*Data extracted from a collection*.
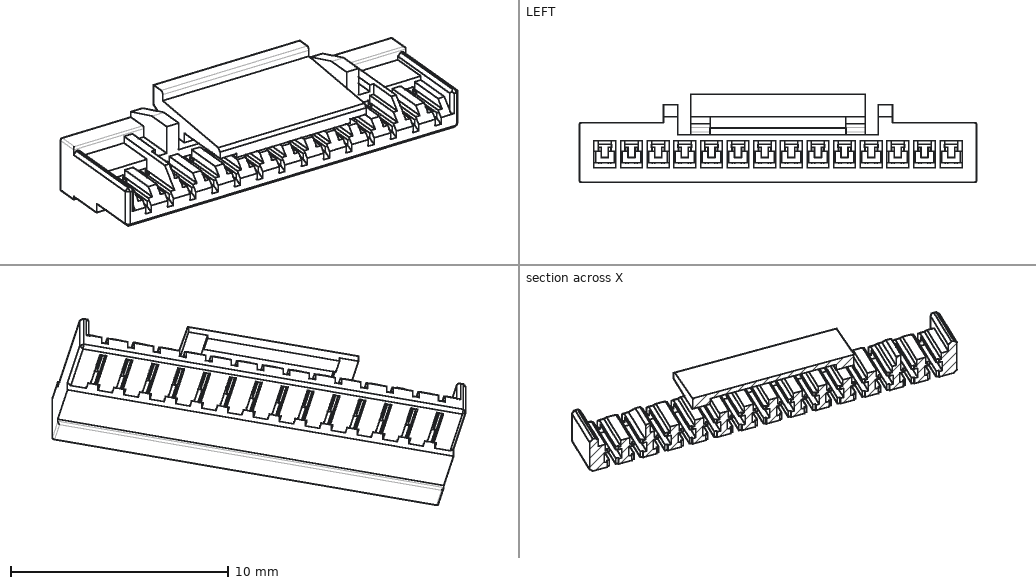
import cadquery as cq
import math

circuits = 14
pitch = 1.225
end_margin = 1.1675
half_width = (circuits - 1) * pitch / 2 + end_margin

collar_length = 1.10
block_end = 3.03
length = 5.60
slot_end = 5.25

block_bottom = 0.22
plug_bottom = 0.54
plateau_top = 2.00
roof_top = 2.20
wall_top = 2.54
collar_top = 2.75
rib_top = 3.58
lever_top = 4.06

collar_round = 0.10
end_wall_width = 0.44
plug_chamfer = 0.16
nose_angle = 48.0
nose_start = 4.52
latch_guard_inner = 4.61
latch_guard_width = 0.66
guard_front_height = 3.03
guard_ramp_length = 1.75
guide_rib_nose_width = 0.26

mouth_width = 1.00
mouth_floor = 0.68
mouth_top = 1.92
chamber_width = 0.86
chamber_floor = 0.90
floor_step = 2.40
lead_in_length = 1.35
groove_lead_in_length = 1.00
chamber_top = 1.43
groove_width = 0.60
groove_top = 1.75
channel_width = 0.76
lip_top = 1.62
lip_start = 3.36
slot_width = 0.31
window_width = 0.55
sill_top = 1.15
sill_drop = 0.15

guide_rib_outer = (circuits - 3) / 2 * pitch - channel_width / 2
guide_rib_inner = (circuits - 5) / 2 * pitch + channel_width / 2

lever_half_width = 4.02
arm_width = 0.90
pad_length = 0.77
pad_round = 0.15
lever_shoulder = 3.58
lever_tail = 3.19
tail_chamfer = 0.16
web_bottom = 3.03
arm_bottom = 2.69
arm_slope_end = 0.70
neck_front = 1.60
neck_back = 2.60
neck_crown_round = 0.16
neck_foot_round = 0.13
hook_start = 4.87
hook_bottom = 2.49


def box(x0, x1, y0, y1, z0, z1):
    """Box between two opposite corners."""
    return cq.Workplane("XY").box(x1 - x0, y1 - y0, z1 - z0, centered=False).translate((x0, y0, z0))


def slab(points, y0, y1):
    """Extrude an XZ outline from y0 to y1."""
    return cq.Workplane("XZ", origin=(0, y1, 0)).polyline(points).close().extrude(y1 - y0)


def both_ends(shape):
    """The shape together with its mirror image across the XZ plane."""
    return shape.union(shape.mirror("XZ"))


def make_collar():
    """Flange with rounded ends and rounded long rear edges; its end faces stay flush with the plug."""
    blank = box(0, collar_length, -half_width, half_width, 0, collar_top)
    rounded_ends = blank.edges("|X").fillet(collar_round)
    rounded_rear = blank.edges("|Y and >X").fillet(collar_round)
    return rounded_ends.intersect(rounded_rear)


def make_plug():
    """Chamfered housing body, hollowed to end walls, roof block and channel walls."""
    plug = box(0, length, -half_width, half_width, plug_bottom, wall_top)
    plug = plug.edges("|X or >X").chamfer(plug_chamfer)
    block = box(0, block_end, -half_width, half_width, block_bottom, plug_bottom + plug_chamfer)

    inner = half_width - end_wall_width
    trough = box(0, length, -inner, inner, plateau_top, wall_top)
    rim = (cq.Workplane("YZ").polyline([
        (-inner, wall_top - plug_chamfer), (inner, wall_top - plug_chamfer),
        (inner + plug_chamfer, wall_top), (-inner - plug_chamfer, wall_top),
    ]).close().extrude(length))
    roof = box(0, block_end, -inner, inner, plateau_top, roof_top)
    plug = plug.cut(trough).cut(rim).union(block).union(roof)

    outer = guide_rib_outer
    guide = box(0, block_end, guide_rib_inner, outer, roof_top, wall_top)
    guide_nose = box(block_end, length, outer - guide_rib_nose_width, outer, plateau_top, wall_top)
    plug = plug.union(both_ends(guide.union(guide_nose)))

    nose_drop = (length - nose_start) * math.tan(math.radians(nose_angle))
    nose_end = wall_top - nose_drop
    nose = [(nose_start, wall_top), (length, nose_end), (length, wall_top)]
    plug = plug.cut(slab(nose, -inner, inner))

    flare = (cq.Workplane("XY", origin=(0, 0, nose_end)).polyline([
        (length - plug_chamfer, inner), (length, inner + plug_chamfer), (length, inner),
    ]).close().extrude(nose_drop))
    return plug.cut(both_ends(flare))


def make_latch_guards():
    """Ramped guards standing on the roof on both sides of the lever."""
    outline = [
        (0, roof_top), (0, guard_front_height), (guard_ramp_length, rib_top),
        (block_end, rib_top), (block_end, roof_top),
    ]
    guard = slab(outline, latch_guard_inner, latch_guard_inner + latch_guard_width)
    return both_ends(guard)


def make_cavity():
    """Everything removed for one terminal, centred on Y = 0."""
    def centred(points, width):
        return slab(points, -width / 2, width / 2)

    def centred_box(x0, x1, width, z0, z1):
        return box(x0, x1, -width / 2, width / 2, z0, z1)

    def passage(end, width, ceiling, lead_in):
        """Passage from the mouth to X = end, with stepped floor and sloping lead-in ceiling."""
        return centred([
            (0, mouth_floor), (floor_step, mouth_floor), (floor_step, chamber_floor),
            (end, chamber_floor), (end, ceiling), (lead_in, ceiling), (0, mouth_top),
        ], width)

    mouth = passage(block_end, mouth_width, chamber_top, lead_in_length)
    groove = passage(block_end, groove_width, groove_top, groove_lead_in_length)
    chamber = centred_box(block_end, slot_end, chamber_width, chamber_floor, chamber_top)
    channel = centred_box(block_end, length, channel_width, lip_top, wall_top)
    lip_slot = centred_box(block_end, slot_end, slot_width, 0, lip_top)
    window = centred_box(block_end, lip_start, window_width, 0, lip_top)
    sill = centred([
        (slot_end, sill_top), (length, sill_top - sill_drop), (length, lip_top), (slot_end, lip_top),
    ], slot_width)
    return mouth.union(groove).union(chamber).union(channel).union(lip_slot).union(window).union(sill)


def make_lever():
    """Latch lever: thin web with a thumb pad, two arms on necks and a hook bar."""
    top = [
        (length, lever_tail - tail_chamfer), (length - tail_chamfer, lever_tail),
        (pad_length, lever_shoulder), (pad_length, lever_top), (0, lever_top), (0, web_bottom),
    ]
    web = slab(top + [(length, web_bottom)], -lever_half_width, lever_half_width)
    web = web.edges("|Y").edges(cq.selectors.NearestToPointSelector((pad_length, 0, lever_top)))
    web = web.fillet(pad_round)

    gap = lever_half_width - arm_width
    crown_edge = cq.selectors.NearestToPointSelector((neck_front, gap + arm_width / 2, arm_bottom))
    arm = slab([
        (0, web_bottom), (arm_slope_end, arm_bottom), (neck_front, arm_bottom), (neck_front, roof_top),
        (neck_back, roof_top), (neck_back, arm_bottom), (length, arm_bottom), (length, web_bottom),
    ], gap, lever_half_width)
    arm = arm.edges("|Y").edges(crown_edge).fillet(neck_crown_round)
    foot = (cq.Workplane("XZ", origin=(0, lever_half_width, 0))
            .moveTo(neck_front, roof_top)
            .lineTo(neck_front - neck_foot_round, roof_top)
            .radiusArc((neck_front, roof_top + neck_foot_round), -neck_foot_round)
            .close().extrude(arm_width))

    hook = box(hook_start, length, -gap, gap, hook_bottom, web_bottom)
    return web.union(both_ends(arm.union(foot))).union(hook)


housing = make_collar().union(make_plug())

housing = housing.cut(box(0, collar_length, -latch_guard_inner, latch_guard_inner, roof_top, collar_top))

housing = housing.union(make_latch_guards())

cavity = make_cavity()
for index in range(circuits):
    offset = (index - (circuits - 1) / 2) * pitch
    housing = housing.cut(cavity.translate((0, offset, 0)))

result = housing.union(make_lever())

*Task details*. For the string "origin", give the number of lines in the data that contain it, and only that number.

*Reply to the task*. 3